Unless I'm playing with a mate then whatever they drive


----------



## bigslice (Mar 3, 2013)

berlingo van clubs in the front with me


----------



## DappaDonDave (Mar 3, 2013)

Kia ceed.


----------



## Blue in Munich (Mar 3, 2013)

Subaru Legacy estate, not quite as cavernous as the Accord tourer but not too far behind.


----------



## GreiginFife (Mar 3, 2013)

Did drive a 3 series coupe with a reasonable boot, now got an Alfa Romeo GT boot is ok, test out later today if clubs fit.


----------



## Ethan (Mar 3, 2013)

Audi A6. Big boot for clubs, trolley and lots of other stuff.


----------



## AmandaJR (Mar 3, 2013)

Alfa Mito for me - cute little car with more room than you'd think although clubs travel up front with me as it's easier!
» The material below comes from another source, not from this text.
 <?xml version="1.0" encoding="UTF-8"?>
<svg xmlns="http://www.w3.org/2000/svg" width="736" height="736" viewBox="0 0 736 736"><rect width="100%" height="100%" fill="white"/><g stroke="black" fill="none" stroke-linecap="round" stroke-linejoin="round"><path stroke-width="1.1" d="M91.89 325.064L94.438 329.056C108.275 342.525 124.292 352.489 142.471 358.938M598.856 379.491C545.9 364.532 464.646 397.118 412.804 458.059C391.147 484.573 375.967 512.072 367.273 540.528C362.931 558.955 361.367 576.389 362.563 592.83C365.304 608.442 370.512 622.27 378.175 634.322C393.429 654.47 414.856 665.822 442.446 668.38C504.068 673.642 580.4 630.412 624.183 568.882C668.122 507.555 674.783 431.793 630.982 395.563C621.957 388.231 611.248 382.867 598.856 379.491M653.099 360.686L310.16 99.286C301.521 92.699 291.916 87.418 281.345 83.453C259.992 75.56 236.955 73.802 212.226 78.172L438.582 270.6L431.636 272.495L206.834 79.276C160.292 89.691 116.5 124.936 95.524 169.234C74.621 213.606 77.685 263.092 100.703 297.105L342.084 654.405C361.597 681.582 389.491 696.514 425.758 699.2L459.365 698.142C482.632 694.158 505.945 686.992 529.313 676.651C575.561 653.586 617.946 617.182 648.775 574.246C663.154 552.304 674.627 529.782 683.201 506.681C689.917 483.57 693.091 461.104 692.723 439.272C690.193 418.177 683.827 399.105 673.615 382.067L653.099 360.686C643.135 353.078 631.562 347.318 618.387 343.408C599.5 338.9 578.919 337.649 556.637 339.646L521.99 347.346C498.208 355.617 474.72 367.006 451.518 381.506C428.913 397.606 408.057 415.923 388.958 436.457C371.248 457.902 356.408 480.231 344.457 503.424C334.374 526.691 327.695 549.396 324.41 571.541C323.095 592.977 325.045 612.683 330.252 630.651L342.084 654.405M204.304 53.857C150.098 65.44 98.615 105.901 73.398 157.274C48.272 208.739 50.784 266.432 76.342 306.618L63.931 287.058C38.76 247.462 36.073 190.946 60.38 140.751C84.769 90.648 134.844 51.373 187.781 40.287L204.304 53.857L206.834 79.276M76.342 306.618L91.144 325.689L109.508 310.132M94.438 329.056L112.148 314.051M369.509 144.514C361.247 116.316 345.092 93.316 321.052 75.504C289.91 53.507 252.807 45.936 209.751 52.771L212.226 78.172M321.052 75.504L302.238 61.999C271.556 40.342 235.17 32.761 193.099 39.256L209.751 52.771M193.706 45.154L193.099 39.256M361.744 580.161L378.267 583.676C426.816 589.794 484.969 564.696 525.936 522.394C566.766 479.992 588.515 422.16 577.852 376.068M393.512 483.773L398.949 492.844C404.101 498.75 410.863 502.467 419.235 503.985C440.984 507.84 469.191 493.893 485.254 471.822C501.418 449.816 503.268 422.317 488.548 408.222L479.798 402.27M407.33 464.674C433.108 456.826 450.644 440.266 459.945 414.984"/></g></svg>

David drives an Audi Quattro which we take when we both play but with the seats down can easily get it all in the Mito.


----------



## MegaSteve (Mar 3, 2013)

More or less clapped out Peugeot 306 TD estate... Does exactly what I want it to do including taking me, clubs and trolley to the course... Can also easily take several of me mates and their kit also... Been a brilliant workhorse over the years will be sorry to see her go...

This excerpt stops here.